Though not covered in this blog, disciplinary decisions for spreading misinformation do exist, where registrants were reprimanded and suspended from practice until their remedial education was complete (see College of Audiologists and Speech-Language Pathologists of Ontario v. Berge2024 ONCASPD 5). Engaging in uncivil discourse or spreading misleading information may also, when considered alongside other impugned conduct, constitute professional misconduct and support removal of licensure (Becker, also see Trozzi v College of Physicians and Surgeons of Ontario2024 ONSC 6096). 

While the pathway of consequences from remedial to disciplinary follows a reasonable escalation in severity and demand on a registrant (in terms of time, resources, and level of public notice), it remains inconsistent exactly when a controversial statement becomes professionally problematic. The panel in Pitter raised concerns with a statement that “Big pharma doesn’t want doctors to treat with Hydroxychloroquine”, while the panel in Gill determined it was not “verifiably false” to say that hydroxychloroquine was an “existing effective defence” against COVID as there did exist a “reasonable study” that indicated early treatment with hydroxychloroquine could reduce mortality in COVID patients. This standard also creates an extra onus on panels to be arbiters of scientific fact, and can pose issues during periods such as the pandemic, when scientific studies were initially scarce but actively progressed at a rapid pace, and public interest favoured minimizing unqualified speculation while research was emerging. 

It is also notable that in Peterson, some comments that were acknowledged to be “provocative and inflammatory” were not subject to regulatory moderation because they could be interpreted as being “an innuendo, a joke, or a parody”. In contrast, another regulator in Ontario had decided earlier this year that innuendo on social media can in fact be unprofessional (see Chaban v. Royal College of Dental Surgeons of Ontario2024 ONSC 1075), and the impugned statements in Polidoulis, which were deemed “open to misinterpretation”, were actioned upon. The Panel in Peterson did not detail why his alleged comments encouraging suicide might be construed as dark humour, but ones about air pollution impacting “just poor children” and that the world had “too many people on it anyways” could not.
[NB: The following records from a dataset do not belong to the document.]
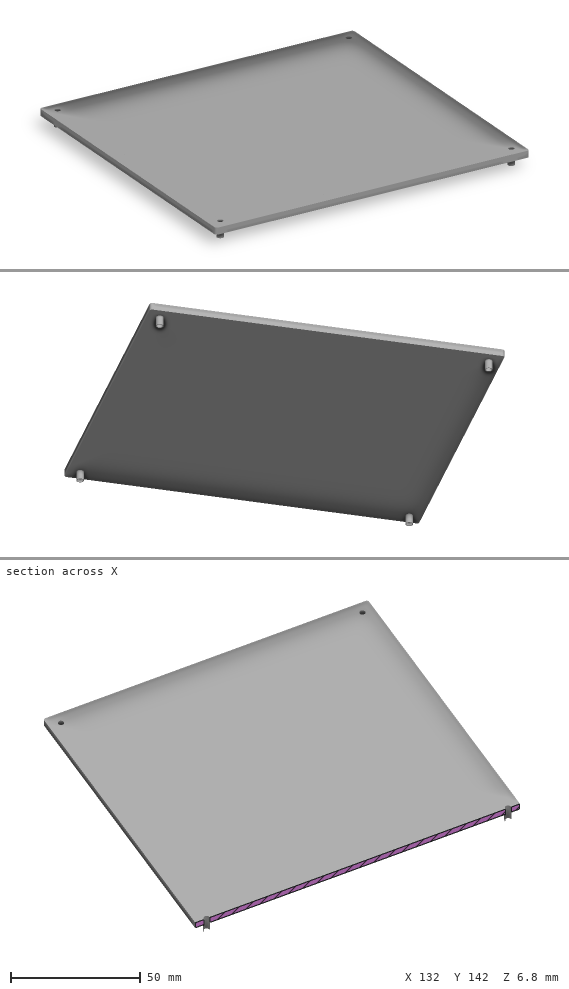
import cadquery as cq

width = 132.0
length = 142.0
total_height = 6.8
plate_thickness = 3.0
corner_radius = 1.0

hole_inset = 5.1
standoff_diameter = 3.0
hole_diameter = 2.4
standoff_height = total_height - plate_thickness

hole_spacing_x = width - 2 * hole_inset
hole_spacing_y = length - 2 * hole_inset


def corner_cylinders(diameter, bottom, height):
    """One vertical cylinder at each of the four corner positions."""
    return (
        cq.Workplane("XY")
        .workplane(offset=bottom)
        .rect(hole_spacing_x, hole_spacing_y, forConstruction=True)
        .vertices()
        .circle(diameter / 2)
        .extrude(height)
    )


plate = (
    cq.Workplane("XY")
    .rect(width, length)
    .extrude(plate_thickness)
    .edges("|Z")
    .fillet(corner_radius)
)
standoffs = corner_cylinders(standoff_diameter, -standoff_height, total_height)
holes = corner_cylinders(hole_diameter, -standoff_height, total_height)

result = plate.union(standoffs).cut(holes)
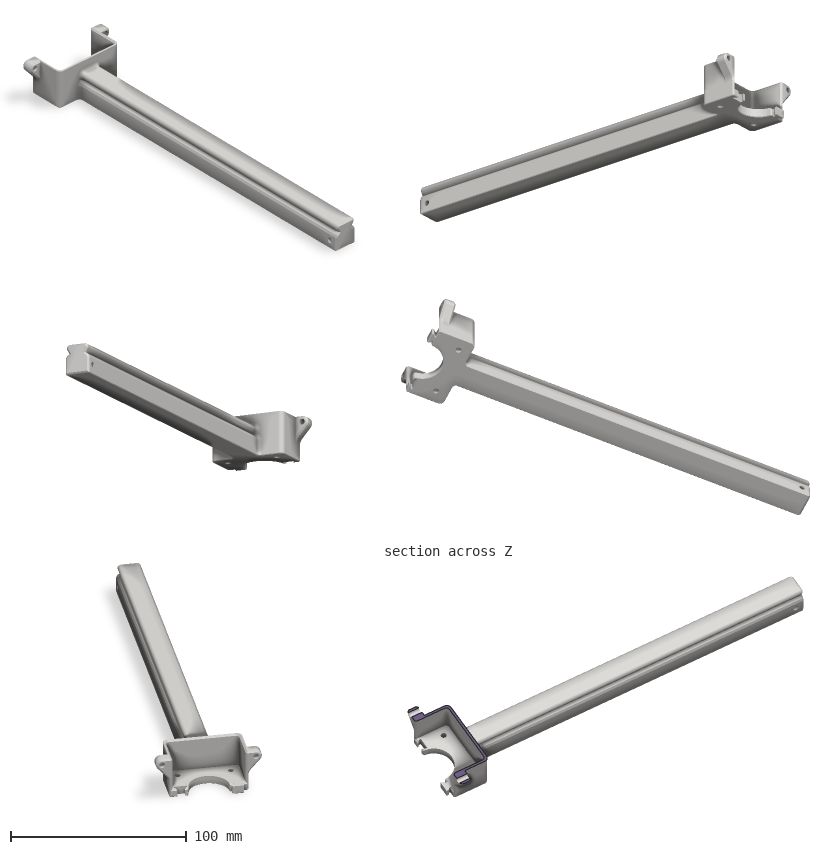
import cadquery as cq
import math

cup_length = 23.0
cup_width = 46.0
cup_height = 25.0
wall = 1.75
floor_thickness = 5.0
cup_corner_radius = 3.0
cup_inner_radius = 2.0
front_chamfer = 0.7
rim_outer_chamfer = 0.4
rim_inner_chamfer = 1.0
base_chamfer = 0.4
half_width = cup_width / 2

bore_radius = 11.8
bore_mouth_chamfer = 0.6
screw_diameter = 3.4
floor_screw_x = 15.5
floor_screw_y = 15.5

dovetail_y = 16.25
dovetail_depth = 3.0
dovetail_root_land = 0.4
dovetail_tip_land = 1.2
tongue_root_width = 4.0
tongue_tip_width = 6.8
socket_clearance = 0.3

ear_thickness = 7.0
ear_radius = 3.5
ear_span = 61.5
ear_y = ear_span / 2 - ear_radius
ear_z = cup_height - ear_radius
ear_foot_z = 11.4
ear_foot_radius = 5.0
ear_chamfer = 1.0
ear_inner_y = half_width - front_chamfer

arm_end_x = 240.0
arm_half_width = 7.5
arm_height = 17.5
head_flat_half = 4.7
head_radius = 2.0
head_undercut_angle = 27.0
groove_top = (5.1, 12.2)
groove_bottom = (6.8, 11.0)
base_top_z = 9.4
arm_root_fillet = 2.2
arm_end_chamfer = 1.0
arm_screw_inset = 5.5
arm_screw_z = 5.5


def make_tray():
    """Floor, back wall and two side walls with chamfered rims."""
    block = (
        cq.Workplane("XY")
        .box(cup_length, cup_width, cup_height, centered=(False, True, False))
        .edges("|Z and >X")
        .fillet(cup_corner_radius)
        .edges("|Z and <X")
        .chamfer(front_chamfer)
        .faces(">Z")
        .edges("not <X")
        .chamfer(rim_outer_chamfer)
    )
    inner_half = half_width - wall
    pocket = (
        cq.Workplane("XY", origin=(0, 0, floor_thickness))
        .box(cup_length - wall, 2 * inner_half, cup_height, centered=(False, True, False))
        .edges("|Z and >X")
        .fillet(cup_inner_radius)
    )
    pocket_edges = cq.selectors.BoxSelector(
        (-wall, -half_width + wall / 2, floor_thickness / 2),
        (cup_length - wall / 2, half_width - wall / 2, cup_height + wall),
        boundingbox=True,
    )
    return block.cut(pocket).faces(">Z or <X").edges(pocket_edges).chamfer(rim_inner_chamfer)


def dovetail(tip_x, center_y, clearance):
    """Dovetail prism from the front edge (x = 0) to tip_x, wide at the tip."""
    root = tongue_root_width / 2 + clearance
    tip = tongue_tip_width / 2 + clearance
    direction = math.copysign(1, tip_x)
    buried_x = -direction * rim_inner_chamfer
    root_x = direction * dovetail_root_land
    shoulder_x = tip_x - direction * dovetail_tip_land
    half_outline = [(buried_x, root), (root_x, root), (shoulder_x, tip), (tip_x, tip)]
    other_half = [(x, -y) for x, y in reversed(half_outline)]
    return (
        cq.Workplane("XY")
        .center(0, center_y)
        .polyline(half_outline + other_half)
        .close()
        .extrude(floor_thickness)
    )


def make_ear():
    """Screw ear on the +Y wall: round end, sloped underside, filleted foot."""
    foot_distance = math.hypot(ear_y - half_width, ear_z - ear_foot_z)
    foot_angle = math.atan2(ear_foot_z - ear_z, half_width - ear_y)
    tangent_angle = foot_angle + math.acos(ear_radius / foot_distance)

    def on_rim(angle):
        return (ear_y + ear_radius * math.cos(angle), ear_z + ear_radius * math.sin(angle))

    buried_y = half_width - 2 * wall
    ear = (
        cq.Workplane("YZ")
        .moveTo(buried_y, cup_height)
        .lineTo(ear_y, cup_height)
        .threePointArc(on_rim(0), on_rim(tangent_angle))
        .lineTo(half_width, ear_foot_z)
        .lineTo(half_width, floor_thickness)
        .lineTo(buried_y, floor_thickness)
        .close()
        .extrude(ear_thickness)
    )
    foot = cq.selectors.NearestToPointSelector((ear_thickness / 2, half_width, ear_foot_z))
    ear = ear.edges(foot).fillet(ear_foot_radius)
    ear = ear.faces("<X or >X").chamfer(ear_chamfer)
    outside = cq.Workplane("XY").box(
        ear_thickness, ear_span, 2 * cup_height, centered=(False, False, True)
    )
    return ear.intersect(outside.translate((0, ear_inner_y, 0)))


def arm_section(start_x, offset=0.0):
    """Arm outline in a YZ plane, grown (or shrunk) all round by an offset."""
    angle = math.radians(head_undercut_angle)
    head_z = arm_height - head_radius
    under_head = (
        head_flat_half + head_radius * math.cos(angle),
        head_z - head_radius * math.sin(angle),
    )
    head_side = (head_flat_half + head_radius, head_z)
    head_top = (head_flat_half, arm_height)

    def flip(point):
        return (-point[0], point[1])

    base_corner = (arm_half_width, base_top_z)
    section = (
        cq.Workplane("YZ", origin=(start_x, 0, 0))
        .moveTo(-arm_half_width, 0)
        .lineTo(arm_half_width, 0)
        .lineTo(*base_corner)
        .lineTo(*groove_bottom)
        .lineTo(*groove_top)
        .lineTo(*under_head)
        .threePointArc(head_side, head_top)
        .lineTo(*flip(head_top))
        .threePointArc(flip(head_side), flip(under_head))
        .lineTo(*flip(groove_top))
        .lineTo(*flip(groove_bottom))
        .lineTo(*flip(base_corner))
        .close()
    )
    return section.offset2D(offset, "intersection") if offset else section


def arm_taper(start_x, start_offset, end_x, end_offset):
    """Stretch of arm whose outline changes evenly between two offsets."""
    start = arm_section(start_x, start_offset).wires().val()
    end = arm_section(end_x, end_offset).wires().val()
    return cq.Workplane(cq.Solid.makeLoft([start, end], True))


def make_arm():
    """Rail along X, chamfered all round at its free end."""
    root_x = cup_length - wall / 2
    chamfer_x = arm_end_x - arm_end_chamfer
    arm = arm_section(root_x).extrude(chamfer_x - root_x)
    return arm.union(arm_taper(chamfer_x, 0, arm_end_x, -arm_end_chamfer))


def fillet_arm_root(body):
    """Fillet the corner where the arm leaves the back of the cup."""
    margin = base_chamfer
    root_edges = cq.selectors.BoxSelector(
        (cup_length - margin, -arm_half_width - margin, -margin),
        (cup_length + margin, arm_half_width + margin, arm_height + margin),
        boundingbox=True,
    )
    return body.edges(root_edges).fillet(arm_root_fillet)


def cut_bore(body):
    """Half-round opening in the floor, chamfered where it meets the front edge."""
    body = body.cut(cq.Workplane("XY").circle(bore_radius).extrude(floor_thickness))
    for side in (1, -1):
        mouth = cq.selectors.NearestToPointSelector((0, side * bore_radius, floor_thickness / 2))
        body = body.edges("|Z").edges(mouth).chamfer(bore_mouth_chamfer)
    return body


def screw_hole(plane, origin, depth):
    """Cylinder that cuts one screw hole, starting at origin."""
    return cq.Workplane(plane, origin=origin).circle(screw_diameter / 2).extrude(depth)


def drill_screw_holes(body):
    """Holes through the floor, the ears and the free end of the arm."""
    for side in (1, -1):
        floor_origin = (floor_screw_x, side * floor_screw_y, 0)
        ear_origin = (0, side * ear_y, ear_z)
        body = body.cut(screw_hole("XY", floor_origin, floor_thickness))
        body = body.cut(screw_hole("YZ", ear_origin, ear_thickness))
    arm_origin = (arm_end_x - arm_screw_inset, arm_half_width, arm_screw_z)
    return body.cut(screw_hole("XZ", arm_origin, 2 * arm_half_width))


result = fillet_arm_root(make_tray().union(make_arm()))
result = cut_bore(result.union(dovetail(-dovetail_depth, -dovetail_y, 0)))
result = result.faces("<Z").edges().chamfer(base_chamfer)
result = result.cut(dovetail(dovetail_depth, dovetail_y, socket_clearance))

ear = make_ear()
result = result.union(ear).union(ear.mirror("XZ"))
result = drill_screw_holes(result)

It is notable that the former statements were written tweets, whereas the latter one was an oral statement on a podcast, where there would presumably have been more cues as to the sprit in which it was provided. In this way, Peterson introduces a further onus on panels to assess whether a statement could have been said in an unserious manner (and therefore not subject to regulatory moderation), which can be particularly difficult to parse in written forums where nuances of speech do not always translate well. 

Peterson opens by affirming that individuals who join a regulated profession do not lose their Charter-protected right to freedom of expression, but must abide by the rules of their regulatory body that may limit that freedom. As the case law develops, we are seeing guidelines as to how those limitations are applied, though assessing whether certain commentary is subject to regulatory moderation presents certain challenges for regulators. Overall, the consensus for how to speak as a professional seems to remain what we’ve all grown up hearing: tell the truth, and be respectful.